DLDS I clicked through and read your
link,but I'd be hard pressed not to realize the people doing the research and writing are a bit biased toward some outcomes..the title of the think tank that wrote it is the first clue.
 
DLDS I clicked through and read your
link,but I'd be hard pressed not to realize the people doing the research and writing are a bit biased toward some outcomes..the title of the think tank that wrote it is the first clue.

I've posted many research links between this and a related thread on a similar topic. I've never seen anyone posting a link supporting the ongoing sentiments here that poverty and lack of success are mainly due to laziness and other moral failings. Many of the replies have been along the lines of all the researchers are biased, the places their results are published are all biased and I disagree with their analysis so I don't think they are right, even though I don't have any actual research to support my own opinions.

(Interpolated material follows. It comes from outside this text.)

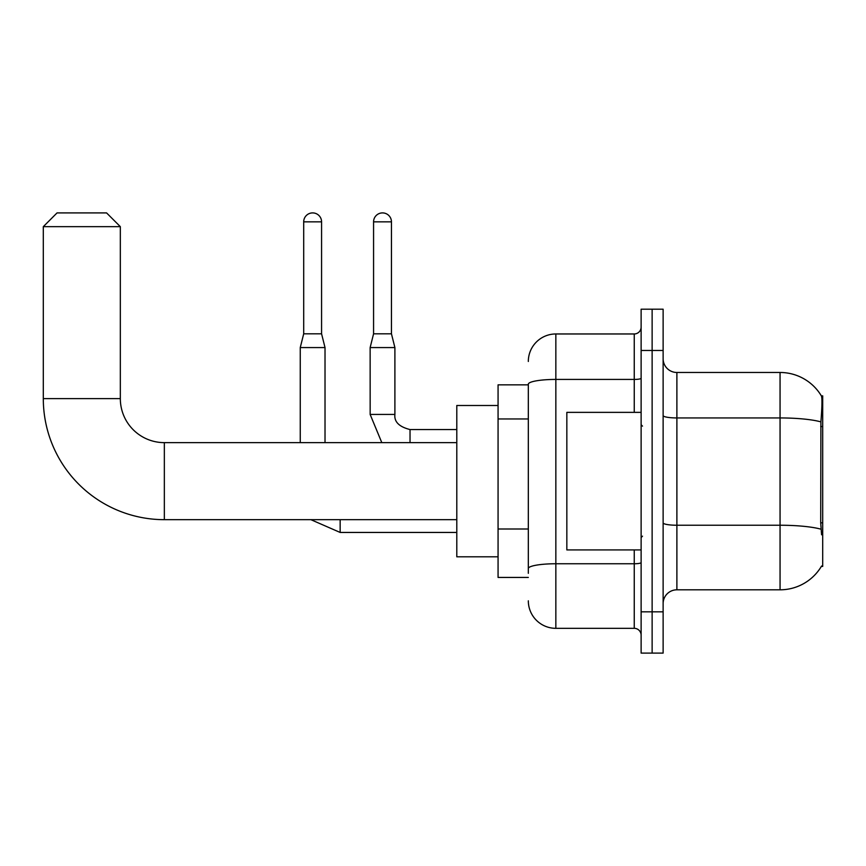 <?xml version="1.0" encoding="UTF-8"?>
<svg xmlns="http://www.w3.org/2000/svg" width="866" height="866" viewBox="0 0 866 866"><rect width="100%" height="100%" fill="white"/><g stroke="black" fill="none" stroke-linecap="round" stroke-linejoin="round"><path stroke-width="1.3" d="M821.347 566.429L821.585 566.018A48.15 48.15 0 0 1 780.06 589.811A48.15 48.15 0 0 0 821.347 566.429L822.7 566.429L822.7 395.859L821.444 396.033A48.15 48.15 0 0 0 780.06 372.477A48.15 48.15 0 0 1 821.347 395.859A48.15 48.15 0 0 0 780.06 372.477L676.887 372.477A13.759 13.759 0 0 1 663.129 358.719A13.759 13.759 0 0 0 676.887 372.477L676.887 589.811A13.759 13.759 0 0 0 663.129 603.57M528.325 384.85L498.069 384.85L498.069 577.438L528.325 577.438M652.13 611.829L652.13 653.094L663.129 653.094L663.129 611.829L652.13 611.829L652.13 653.094L641.121 653.094L641.121 611.829L652.13 611.829L652.13 350.47L652.13 611.829M641.121 611.829L641.121 309.194L652.13 309.194L652.13 350.47L652.13 309.194L663.129 309.194L663.129 611.829M821.585 534.787L820.708 522.837L820.903 421.883C822.094 406.912 822.278 398.306 821.444 396.033A48.15 48.15 0 0 0 780.06 372.477L780.06 417.942L676.887 417.942A13.759 2.392 0 0 1 663.129 415.55M821.055 529.213A48.15 8.357 180 0 0 780.06 525.24L780.06 589.811L676.887 589.811M528.325 573.314L528.325 384.201A27.506 4.774 180 0 1 555.842 379.427L634.248 379.427L634.248 333.962A6.874 6.874 0 0 0 641.121 327.077M528.325 361.468A27.506 27.506 0 0 1 555.842 333.962L555.842 628.326L634.248 628.326L634.248 549.921M555.842 333.962L634.248 333.962M641.121 635.211A6.874 6.874 0 0 0 634.248 628.326M555.842 628.326A27.506 27.506 0 0 1 528.325 600.82M641.121 412.368L566.84 412.368L566.84 549.921L641.121 549.921M456.793 519.665L164.345 519.665L164.345 442.634A44.014 44.014 0 0 1 120.331 398.609L120.331 226.665L43.3 226.665L57.059 212.906L106.572 212.906L120.331 226.665M164.345 442.634A44.014 44.014 0 0 1 120.331 398.609A44.014 44.014 0 0 0 164.345 442.634L456.793 442.634M164.345 519.665A121.045 121.045 0 0 1 43.3 398.609L43.3 226.665M498.069 405.494L456.793 405.494L456.793 556.806L498.069 556.806M321.578 333.821L303.695 333.821L303.695 221.848A8.941 8.941 0 0 1 312.637 212.906A8.941 8.941 0 0 1 321.578 221.848L321.578 333.821L325.021 347.58L325.021 442.634M300.253 442.634L300.253 347.58L325.021 347.58M391.454 333.821L373.571 333.821L373.571 221.848A8.941 8.941 0 0 1 382.512 212.906A8.941 8.941 0 0 1 391.454 221.848L391.454 333.821L394.896 347.58L394.896 414.435C394.062 421.764 399.107 426.808 410.029 429.558L410.029 429.59M410.029 442.634L410.029 429.558C399.107 426.808 394.062 421.764 394.896 414.435L370.161 414.435L370.139 347.58L394.896 347.58M822.7 426.548L820.708 426.548M822.7 522.837L820.708 522.837M528.325 418.96L498.069 418.96M528.325 529.007L498.069 529.007M820.903 421.883A48.15 8.357 180 0 0 780.06 417.942L780.06 525.24L676.887 525.24A13.759 2.392 -0 0 1 663.129 522.847M663.129 350.47L641.121 350.47M641.121 562.564A6.874 1.191 0 0 1 634.248 563.755L555.842 563.755A27.506 4.774 180 0 0 528.325 568.529M634.248 412.368L634.248 379.427A6.874 1.191 0 0 0 641.121 378.236M43.3 398.609L120.331 398.609M456.793 532.449L340.154 532.449L310.872 519.665L340.154 532.449L310.872 519.665L340.154 532.449L310.872 519.665L340.154 532.449L310.872 519.665L340.154 532.449L310.872 519.665L340.154 532.449L340.154 519.665M303.695 221.848L321.578 221.848M373.571 221.848L391.454 221.848M642.496 426.126L641.121 424.751M642.496 536.173L641.121 537.548M310.872 519.665L340.154 532.449M303.695 333.821L300.253 347.58M370.139 414.435L381.809 442.634M394.896 414.435C394.062 421.764 399.107 426.808 410.029 429.558C399.107 426.808 394.062 421.764 394.896 414.435C394.062 421.764 399.107 426.808 410.029 429.558C399.107 426.808 394.062 421.764 394.896 414.435C394.062 421.764 399.107 426.808 410.029 429.558C399.107 426.808 394.062 421.764 394.896 414.435C394.062 421.764 399.107 426.808 410.029 429.558C399.107 426.808 394.062 421.764 394.896 414.435C394.062 421.764 399.107 426.808 410.029 429.558L456.793 429.558M373.571 333.821L370.139 347.58"/></g></svg>

Well, okay then. Not much more I can add to what I've already posted.
 
I've posted many research links between this and a related thread on a similar topic. I've never seen anyone posting a link supporting the ongoing sentiments here that poverty and lack of success are mainly due to laziness and other moral failings. Many of the replies have been along the lines of all the researchers are biased, the places their results are published are all biased and I disagree with their analysis so I don't think they are right, even though I don't have any actual research to support my own opinions.

Well, okay then. Not much more I can add to what I've already posted.




The difference here is I'm not seeing people here say the laziness and moral failings are the main reason people are in poverty. The truth is it's way more complicated and multi-faceted then that.



The fact the gap is widening should tell us we need to do something different.